(diagram 1) Let there be two unequal magnitudes AB, G where AB is larger.  I say that if more than half is taken from AB, and more than half from what remains, and this repeatedly occurs, some magnitude will be left which is less than magnitude G.

(diagram 2) For G being multiplied  at some point will be larger than AB.  Let it be multiplied and let DE be a multiple of G yet larger than AB, and let DE be divided into DZ, ZH, HE equal to G, and let more than half, namely BQ, be taken from AB, and let more than half, namely QK, be taken from AQ, and let this repeatedly occur, until the divisions in AB become equinumerous with the divisions in DE.

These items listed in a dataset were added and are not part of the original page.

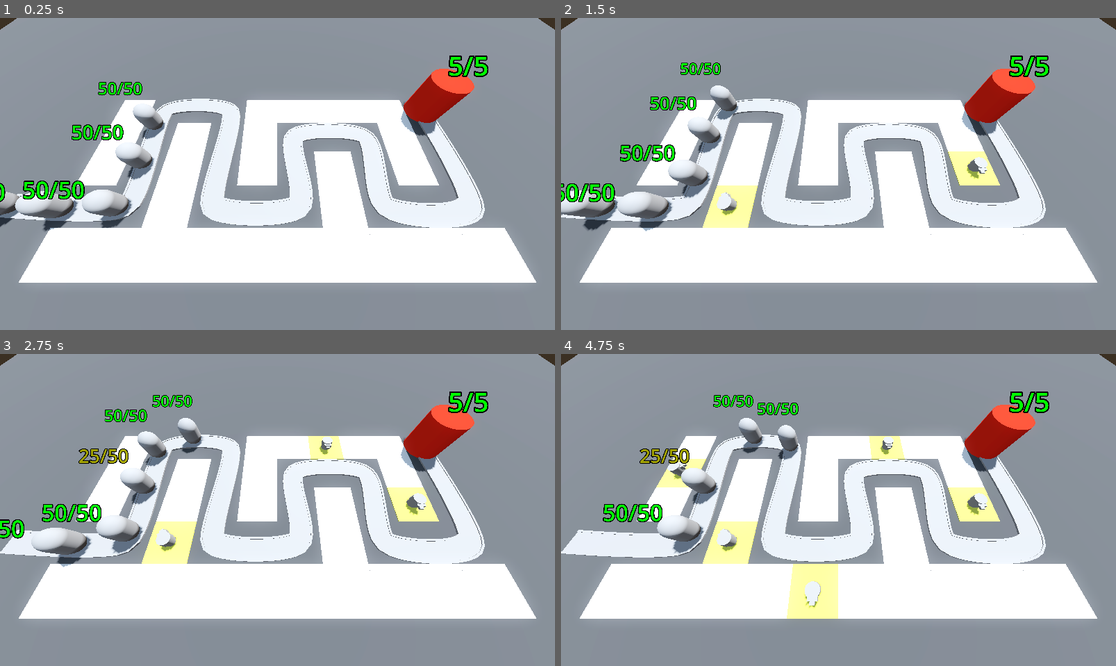
Above: before the commit, frames 1-4 (two rows, left to right).
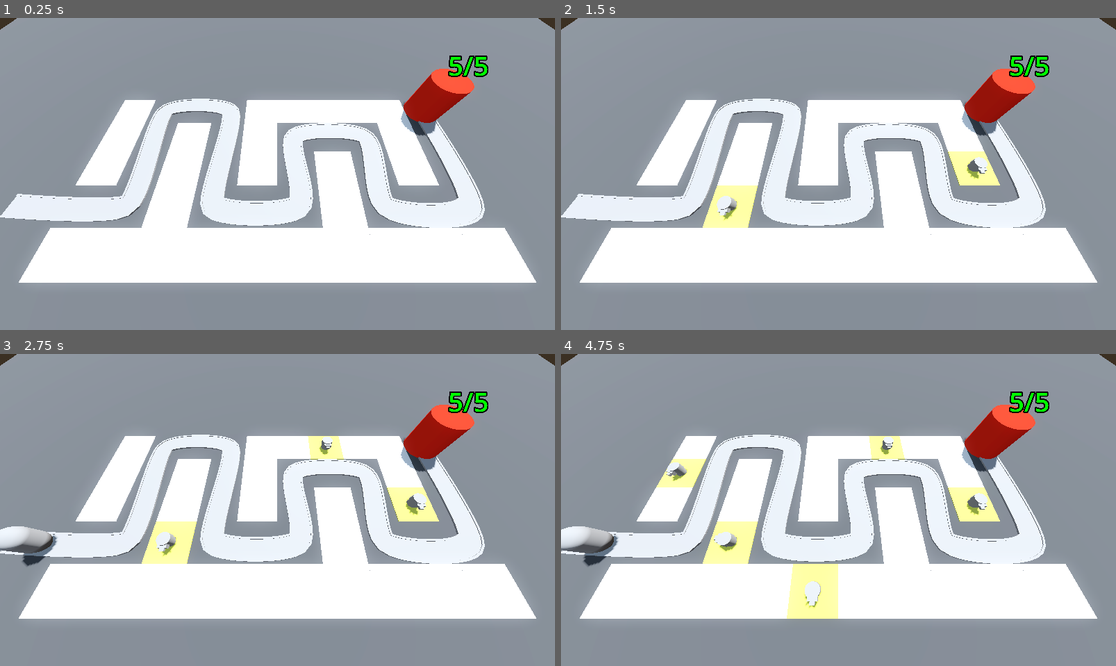
Above: after the commit, the same moments.

Repository: yrubner/TowerDefenseGD
Game: Godot game, scene res://BaseLevel.tscn
Two runs of this game, one before a commit and one after it. Both use one fixed random seed, a clock stepped at 60 frames per second and the inputs below.
Inputs (mouse positions are in pixels of both pictures, inside the frame that each line leads up to):
- Up to frame 1 (0.25 s): no input
- Up to frame 2 (1.5 s): move the mouse to (960, 158) at 0.52 s; press the mouse at (960, 158) at 0.53 s; move the mouse to (727, 189) at 1.27 s; release the mouse at (727, 189) at 1.28 s; click (727, 189) at 1.35 s
- Up to frame 3 (2.75 s): move the mouse to (333, 441) at 2.02 s; press the mouse at (333, 441) at 2.03 s
- Up to frame 4 (4.75 s): move the mouse to (810, 572) at 2.77 s; release the mouse at (810, 572) at 2.78 s; click (810, 572) at 2.85 s; move the mouse to (1005, 556) at 3.52 s; press the mouse at (1005, 556) at 3.53 s; move the mouse to (672, 463) at 4.27 s; release the mouse at (672, 463) at 4.28 s; click (672, 463) at 4.35 s

The runs differ from the first frame. In frame 1, 3.3% of the frame differs, in the area x 0-30%, y 20-69%; in frame 2, 3.8%; in frame 3, 4.4%, in the area x 0-37%, y 13-69%; in frame 4, 3.7%.

Commit message:
Finished Lesson 53: Instantiating Enemies

Diff:
--- a/BaseLevel.tscn
+++ b/BaseLevel.tscn
@@ -1,9 +1,10 @@
-[gd_scene load_steps=12 format=3 uid="uid://drjg6lh8nskg8"]
+[gd_scene load_steps=13 format=3 uid="uid://drjg6lh8nskg8"]
 
 [ext_resource type="PackedScene" uid="uid://cpewdc0wtwg6g" path="res://RayPickerCamera/ray_picker_camera.tscn" id="1_k8ky8"]
 [ext_resource type="MeshLibrary" uid="uid://xjhekfl8wt5k" path="res://MeshLibraries/SpaceLibrary.tres" id="1_mp854"]
 [ext_resource type="PackedScene" uid="uid://bce5kslpisvml" path="res://Enemy/enemy.tscn" id="2_605k1"]
 [ext_resource type="PackedScene" uid="uid://cdcitn75ae8d" path="res://Base/base.tscn" id="3_j52uw"]
+[ext_resource type="Script" path="res://enemy_path.gd" id="3_ya2ps"]
 [ext_resource type="Script" path="res://turret_manager.gd" id="5_3nbo5"]
 [ext_resource type="PackedScene" uid="uid://h3fs7wuld2x8" path="res://Turret/turret.tscn" id="6_warkl"]
 
@@ -56,10 +57,12 @@
 "cells": PackedInt32Array(65535, 65534, 0, 65535, 2, 0, 65531, 65535, 0, 65531, 65534, 0, 65531, 0, 0, 65531, 2, 0, 655 …(245 unchanged characters)…
 }
 
-[node name="Path3D" type="Path3D" parent="."]
+[node name="EnemyPath" type="Path3D" parent="."]
 curve = SubResource("Curve3D_piqty")
+script = ExtResource("3_ya2ps")
+enemy_scene = ExtResource("2_605k1")
 
-[node name="Road" type="CSGPolygon3D" parent="Path3D"]
+[node name="Road" type="CSGPolygon3D" parent="EnemyPath"]
 polygon = PackedVector2Array(-1, 0, -1, 0.1, 1, 0.1, 1, 0)
 mode = 2
 path_node = NodePath("..")
@@ -72,7 +75,7 @@
 path_u_distance = 1.0
 path_joined = false
 
-[node name="LeftEdge" type="CSGPolygon3D" parent="Path3D"]
+[node name="LeftEdge" type="CSGPolygon3D" parent="EnemyPath"]
 polygon = PackedVector2Array(-1.1, 0, -1.1, 0.15, -0.9, 0.15, -0.9, 0)
 mode = 2
 path_node = NodePath("..")
@@ -85,7 +88,7 @@
 path_u_distance = 1.0
 path_joined = false
 
-[node name="RightEdge" type="CSGPolygon3D" parent="Path3D"]
+[node name="RightEdge" type="CSGPolygon3D" parent="EnemyPath"]
 polygon = PackedVector2Array(1.1, 0, 1.1, 0.15, 0.9, 0.15, 0.9, 0)
 mode = 2
 path_node = NodePath("..")
@@ -98,28 +101,15 @@
 path_u_distance = 1.0
 path_joined = false
 
-[node name="Enemy" parent="Path3D" instance=ExtResource("2_605k1")]
-transform = Transform3D(-4.37108e-08, 0, -0.999987, 0, 1, 0, 0.999987, 0, -4.37108e-08, -25, 0, 6)
-
-[node name="Enemy2" parent="Path3D" instance=ExtResource("2_605k1")]
-transform = Transform3D(-0.0394014, 0, -0.999209, 0, 1, 0, 0.999209, 0, -0.0394014, -20.009, 0, 6.29481)
-progress = 5.0
-
-[node name="Enemy3" parent="Path3D" instance=ExtResource("2_605k1")]
-transform = Transform3D(0.111651, 0, -0.993733, 0, 1, 0, 0.993733, 0, 0.111651, -15.0119, 0, 6.2622)
-progress = 10.0
-
-[node name="Enemy4" parent="Path3D" instance=ExtResource("2_605k1")]
-transform = Transform3D(0.997275, 0, 0.0735978, 0, 1, 0, -0.0735978, 0, 0.997275, -13.8035, 0, 2.11755)
-progress = 15.0
-
-[node name="Enemy5" parent="Path3D" instance=ExtResource("2_605k1")]
-transform = Transform3D(0.998321, 0, 0.0576799, 0, 1, 0, -0.0576799, 0, 0.998321, -14.2012, 0, -2.86672)
-progress = 20.0
+[node name="Timer" type="Timer" parent="EnemyPath"]
+wait_time = 2.0
+autostart = true
 
 [node name="Base" parent="." instance=ExtResource("3_j52uw")]
 
 [node name="TurretManager" type="Node3D" parent="." node_paths=PackedStringArray("enemy_path")]
 script = ExtResource("5_3nbo5")
 turret = ExtResource("6_warkl")
-enemy_path = NodePath("../Path3D")
+enemy_path = NodePath("../EnemyPath")
+
+[connection signal="timeout" from="EnemyPath/Timer" to="EnemyPath" method="spawn_enemy"]
--- a/Enemy/enemy.tscn
+++ b/Enemy/enemy.tscn
@@ -55,6 +55,7 @@
 transform = Transform3D(0.999987, 0, 0, 0, 1, 0, 0, 0, 0.999987, 0, 0, 0)
 loop = false
 script = ExtResource("1_lvwys")
+speed = 5.0
 
 [node name="MeshInstance3D" type="MeshInstance3D" parent="."]
 transform = Transform3D(1, 0, 3.55271e-15, 0, 1, 0, -3.55271e-15, 0, 1, 0, 1.5, 0)
--- /dev/null
+++ b/enemy_path.gd
@@ -0,0 +1,7 @@
+extends Path3D
+
+@export var enemy_scene: PackedScene
+
+func spawn_enemy() -> void:
+	var new_enemy = enemy_scene.instantiate()
+	add_child(new_enemy)
Not shown, changed: README.md

(diagram 3) And so let AK, KQ, QB be divisions  which are equinumerous with DZ, ZH, HE.  And since DE is larger than AB, and less than half, namely EH, is taken from DE, while more than half, namely BQ, from AB, therefore the remainder HD is larger than the remainder QA.  And since HD is larger than QA, and half, HZ, is taken from HD, while more than half, QK, from QA, therefore the remainder DZ is larger than the remainder AK.  But DZ is equal to G.  Therefore, G is larger than AK.  Therefore AK is less than G.

Therefore, magnitude AK is left of the AB magnitude, although it is less than the displayed smaller magnitude G, which it was required to prove.  It will be proved similarly even if what get taken away are half.